Ahh ok. I didn't know if my critters would harm the bees or not. Now since I have been doing more reading how hard is it to get bees started? 
Plus where is the best place on the internet to be able to purchase all the needs to get started with honeybees. I like to learn how to get the honey out of the hive. My daddy years ago had bee hives and he would smoke them out but I was never close enough to learn all the tricks of the trade of honey bee raising. My daddy is now passed on and I'm wanted to learn all this stuff and hope to save on money in the long run with raising our own stock and bees.


----------



## OkieDavid (Jan 15, 2007)

The best advice I could offer is for you to contact your County Extension Agent and get a list of beekeepers close to you. Give one a call and I can virtually guarentee you a visit to their apiary. I always keep an extra veil around for just such an opportunity. Heck I located my hives so that folks who are terrified can actually drive within a few feet and stay in the comfort of their vehicle. As I'm examining frames I can step right up to their window and explain as we go. A good mentor is an invaluable asset. 
As to equipment- I am a firm believer in all mediums for everything that way everything is interchangeable. Internet suppliers just to mention a few are
Dadant
Betterbee
Brushy Mountain
I know there are more but to be totally honest I live within 45 min of Dadant so I just drive over and pick up everything direct. A google search on beekeeping supplies should keep you occupied for hours.

David


----------



## Wisconsin Ann (Feb 27, 2007)

I second the "contact your local extension agent". You can also find a local apiary and see if you can give them some help in exchange for learning about bees. Some of the people around here(wisconsin) will do that, so I expect there are beekeepers down there that will, too.

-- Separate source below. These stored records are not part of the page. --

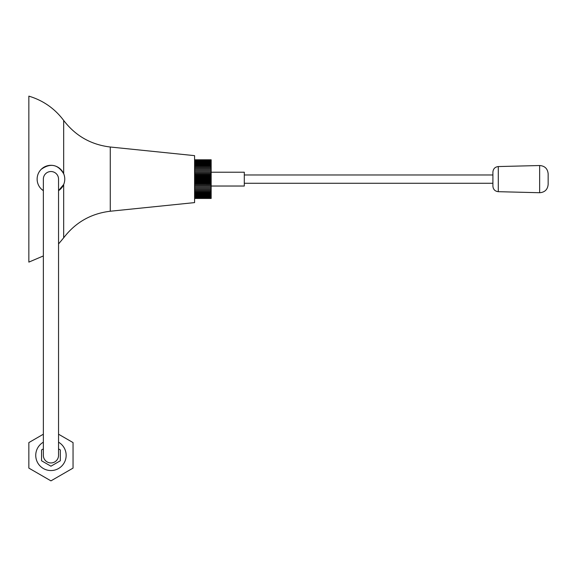 <?xml version="1.0" encoding="UTF-8"?>
<svg xmlns="http://www.w3.org/2000/svg" width="577" height="577" viewBox="0 0 577 577"><rect width="100%" height="100%" fill="white"/><g stroke="black" fill="none" stroke-linecap="round" stroke-linejoin="round"><path stroke-width="0.87" d="M43.354 255.943L28.85 262.117L28.85 96.135C43.116 100.42 54.721 108.519 63.672 120.427C75.464 135.84 90.993 144.704 110.265 147.012L110.265 211.232C90.993 213.548 75.464 222.405 63.672 237.825L63.672 184.503L58.544 190.662A13.812 13.812 0 0 0 50.949 165.31A13.812 13.812 0 0 0 43.354 190.662L41.263 188.975M41.263 169.277C50.459 162.858 57.924 164.351 63.672 173.749L63.672 120.427M492.902 172.083L492.902 186.169C493.212 189.458 495.008 191.297 498.29 191.687L498.29 166.558C495.008 166.948 493.212 168.794 492.902 172.083M548.15 179.122L548.15 173.807C547.631 168.679 544.796 165.916 539.654 165.527L539.654 192.725C544.796 192.329 547.631 189.566 548.15 184.438L548.15 179.122M211.16 172.22L244.302 172.22L244.302 186.032L211.16 186.032M194.586 171.989L211.16 171.989L211.16 159.786L194.586 159.786M211.16 159.829L194.586 159.829M211.16 159.944L194.586 159.944M211.16 160.132L194.586 160.132M211.16 160.399L194.586 160.399M211.16 160.738L194.586 160.738M211.16 161.149L194.586 161.149M211.16 161.632L194.586 161.632M211.16 162.18L194.586 162.18M211.16 162.801L194.586 162.801M211.16 163.479L194.586 163.479M211.16 164.229L194.586 164.229M211.16 165.029L194.586 165.029M211.16 165.887L194.586 165.887M211.16 166.796L194.586 166.796M211.16 167.763L194.586 167.763M211.16 168.765L194.586 168.765M211.16 169.811L194.586 169.811M211.16 170.893L194.586 170.893M211.16 171.989L194.586 172.004L211.16 172.004L211.16 173.035L194.586 173.035M194.586 175.199L211.16 175.199L211.16 173.05L194.586 173.05M211.16 173.15L194.586 173.15M211.16 174.11L194.586 174.11L211.16 174.124M211.16 174.319L194.586 174.319M194.586 178.553L211.16 178.553L211.16 175.213L194.586 175.213M211.16 175.502L194.586 175.502M211.16 176.31L194.586 176.31L211.16 176.324M211.16 176.699L194.586 176.699M211.16 177.427L194.586 177.427L211.16 177.442M211.16 177.911L194.586 177.911M194.586 179.678L211.16 179.678L211.16 178.567L194.586 178.567M211.16 179.122L194.586 179.122M194.586 183.032L211.16 183.032L211.16 179.699L194.586 179.699M211.16 180.341L194.586 180.341M211.16 180.803L194.586 180.803L211.16 180.825M211.16 181.546L194.586 181.546M211.16 181.928L194.586 181.928L211.16 181.943M211.16 182.75L194.586 182.75M194.586 185.195L211.16 185.195L211.16 183.046L194.586 183.046M211.16 183.933L194.586 183.933M211.16 184.128L194.586 184.128L211.16 184.142M211.16 185.102L194.586 185.102M194.586 198.459L211.16 198.459L211.16 185.217L194.586 185.217M211.16 186.241L194.586 186.241M211.16 186.248L194.586 186.248L211.16 186.263M211.16 187.359L194.586 187.359M211.16 188.441L194.586 188.441M211.16 189.487L194.586 189.487M211.16 190.489L194.586 190.489M211.16 191.449L194.586 191.449M211.16 192.357L194.586 192.357M211.16 193.223L194.586 193.223M211.16 194.023L194.586 194.023M211.16 194.766L194.586 194.766M211.16 195.452L194.586 195.452M211.16 196.072L194.586 196.072M211.16 196.62L194.586 196.62M211.16 197.103L194.586 197.103M211.16 197.514L194.586 197.514M211.16 197.853L194.586 197.853M211.16 198.12L194.586 198.12M211.16 198.308L194.586 198.308M211.16 198.423L194.586 198.423M110.265 147.012L194.586 155.646L194.586 202.606L110.265 211.232M50.949 462.942A7.595 7.595 0 0 1 43.354 455.347A7.595 7.595 0 0 0 50.949 462.942A7.595 7.595 0 0 0 58.544 455.347A7.595 7.595 0 0 1 50.949 462.942M58.544 455.347L58.544 179.122A7.595 7.595 0 0 0 50.949 171.528A7.595 7.595 0 0 0 43.354 179.122L43.354 455.347M58.544 434.214L73.048 442.588L73.048 468.106L50.949 480.865L28.85 468.106L28.85 442.588L43.354 434.214M58.544 442.191A15.19 15.19 0 0 1 50.949 470.543A15.19 15.19 0 0 1 43.354 442.191M58.544 448.892L60.34 449.923L60.34 460.771L50.949 466.194L41.558 460.771L41.558 449.923L43.354 448.892M63.672 237.825L58.544 243.956M498.29 191.687L539.654 192.725M498.29 166.558L539.654 165.527M244.302 183.27L492.902 183.27M244.302 174.982L492.902 174.982"/></g></svg>
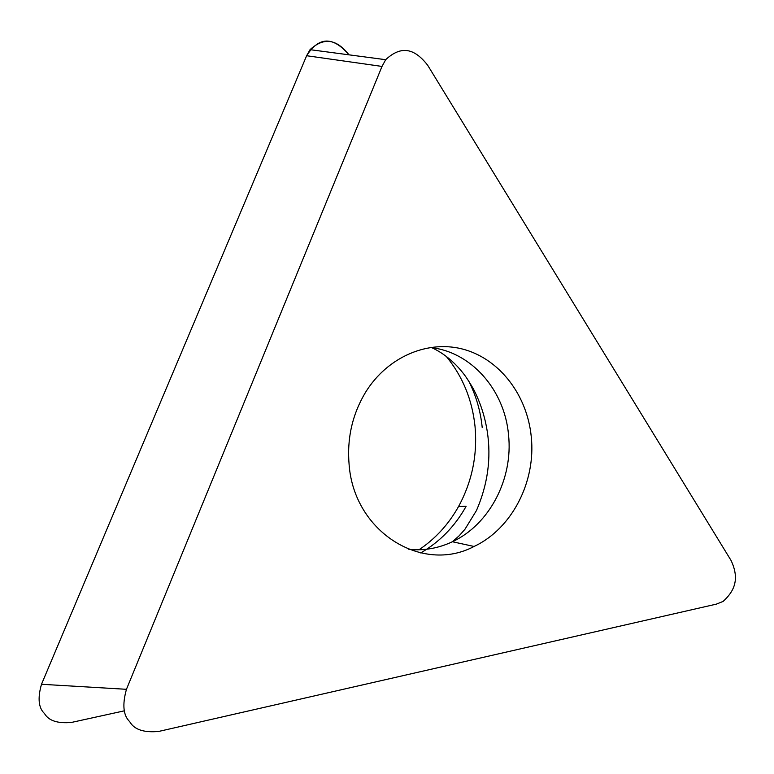 <?xml version="1.0" encoding="UTF-8"?>
<svg xmlns="http://www.w3.org/2000/svg" width="774" height="774" viewBox="0 0 774 774"><rect width="100%" height="100%" fill="white"/><g stroke="black" fill="none" stroke-linecap="round" stroke-linejoin="round"><path stroke-width="1.16" d="M306.63 55.728L310.103 49.565C321.974 39.019 334.523 36.552 348.968 54.799C333.178 36.349 319.014 36.339 306.63 55.728L41.496 684.274L306.63 55.728L382.008 66.429L126.452 689.305C122.166 704.727 123.26 715.515 129.722 721.687C134.173 729.592 143.858 732.833 158.767 731.42L716.376 604.126L723.11 601.417C733.965 591.491 740.089 579.639 731.053 560.444L427.712 65.316C412.116 45.086 398.581 47.882 385.752 59.588L382.008 66.429M418.947 549.792C435.385 538.781 448.591 524.337 458.576 506.477C472.082 481.534 477.568 454.851 475.033 426.416C472.217 399.665 462.639 376.328 446.288 356.417M531.264 436.797C527.326 395.959 500.652 360.162 464.884 349.693C429.193 339.186 387.706 356.185 365.415 392.515C352.247 414.574 346.82 438.742 349.142 465.039C354.318 532.289 422.42 573.921 474.075 546.463C512.069 528.69 536.063 481.544 531.264 436.797M458.576 506.477L466.103 506.341C454.899 526.368 439.758 541.906 420.679 552.936M482.221 427.645C480.557 410.936 475.991 395.291 468.531 380.721M124.604 710.774L71.479 722.432C57.624 723.68 48.636 720.72 44.515 713.56C38.526 707.968 37.52 698.206 41.496 684.274L126.452 689.305M408.885 549.395C423.968 550.846 438.471 548.302 452.393 541.742C489.671 524.501 513.249 478.603 508.547 434.998C504.725 389.941 471.027 351.367 429.812 347.478M385.675 59.695L310.21 49.691M431.834 347.71C442.389 352.596 451.987 360.045 460.627 370.078C464.381 374.684 466.577 377.267 473.291 388.732C480.267 402.161 484.94 416.489 487.301 431.718C491.364 458.15 487.755 484.408 476.474 510.501L464.971 529.242L459.224 535.724L452.393 541.742L474.075 546.463"/></g></svg>
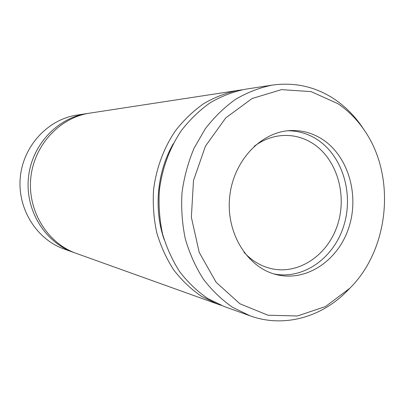 <?xml version="1.0" encoding="UTF-8"?>
<svg xmlns="http://www.w3.org/2000/svg" width="405" height="405" viewBox="0 0 405 405"><rect width="100%" height="100%" fill="white"/><g stroke="black" fill="none" stroke-linecap="round" stroke-linejoin="round"><path stroke-width="0.61" d="M241.952 89.829L89.788 113.127C59.727 117.541 33.858 145.273 30.765 178.205C27.499 211.116 47.587 243.289 76.246 253.373L221.145 305.35M238.499 90.285C226.542 92.699 215.014 97.099 203.928 103.483C193.291 110.95 183.759 120.088 175.34 130.901C163.706 148.108 156.163 168.51 153.551 190.061C152.71 204.515 153.768 218.7 156.725 232.622C160.729 246.129 166.379 258.542 173.674 269.857C181.774 280.341 191.008 289.14 201.361 296.252L217.844 304.241M88.341 113.365L76.925 115.101C48.038 119.348 23.262 145.805 20.311 177.193C17.202 208.565 36.46 239.274 63.995 248.974L74.874 252.862M86.898 113.567C57.1 117.946 31.474 145.395 28.416 177.977C25.181 210.544 45.087 242.387 73.492 252.386M337.962 103.7L311.045 91.601L281.516 89.632L252.092 98.516L225.772 117.89L205.446 146.149L193.504 180.493L191.357 217.257L199.225 252.416L216.083 282.229L239.881 303.76L267.953 315.217L297.412 315.986L325.519 306.534L349.915 288.163C389.175 249.252 396.151 177.041 365.057 131.336C357.64 120.148 348.609 110.935 337.962 103.7M322.137 139.168C312.371 132.936 301.75 130.076 290.274 130.577C260.653 131.843 232.976 161.342 229.63 197.407C226.01 233.442 247.536 267.69 276.367 274.6C306.413 282.148 338.124 260.562 348.751 227.797C359.62 195.124 348.325 156.006 322.137 139.168M365.057 131.336L362.951 128.152C355.246 116.529 345.855 106.94 334.778 99.397C315.89 86.776 295.068 82.007 272.322 85.091L245.405 89.227C233.3 91.672 221.631 96.132 210.403 102.617C199.624 110.201 189.97 119.49 181.435 130.476C169.644 147.967 161.995 168.708 159.337 190.618C158.482 205.315 159.55 219.738 162.542 233.882C166.597 247.612 172.317 260.223 179.704 271.72C187.91 282.366 197.25 291.296 207.735 298.505L224.416 306.605L250.047 315.809C283.87 328.116 321.656 317.247 347.237 290.886L349.915 288.163M272.322 85.091C259.666 87.657 247.455 92.37 235.685 99.235C224.38 107.279 214.245 117.136 205.274 128.815L194.041 148.265C188.097 162.43 184.078 177.279 181.987 192.805C181.065 208.443 182.169 223.788 185.298 238.828C189.54 253.419 195.529 266.809 203.259 278.994C211.856 290.269 221.636 299.71 232.602 307.309L250.047 315.809M243.962 252.259C251.647 260.597 260.577 266.024 270.758 268.53C298.536 275.238 327.782 255.241 337.507 224.977C347.46 194.795 336.849 158.775 312.584 143.345C303.684 137.725 294.025 135.098 283.606 135.462C273.132 135.979 263.331 139.593 254.193 146.306M273.952 273.932C303.558 279.88 333.917 257.929 343.794 225.762C353.894 193.661 342.539 155.773 316.912 139.345C307.967 133.65 298.257 130.795 287.773 130.769M173.335 143.623C157.12 171.715 153.541 208.747 164.081 239.426"/></g></svg>

Dadant's (www.dadant.com ) is a really good company. Others are good, too, but I've gotten some real good help and advice from the Dadant folk.


----------



## rmaster14145 (Mar 14, 2007)

white eagle said:


> I'm thinking of trying to do a little study myself on the honeybees. When I see one I'm going to try and mark it with a color that will not harm the honeybee and make a report on how many honeybees we see here at our place. QUOTE]
> 
> 
> EAGLE i have heard of bee keepers "dusting " the honeybees with white flower before. this way they could see the bee inflight and follow it back to its hive.
> ...


----------



## suburbanite (Jul 27, 2006)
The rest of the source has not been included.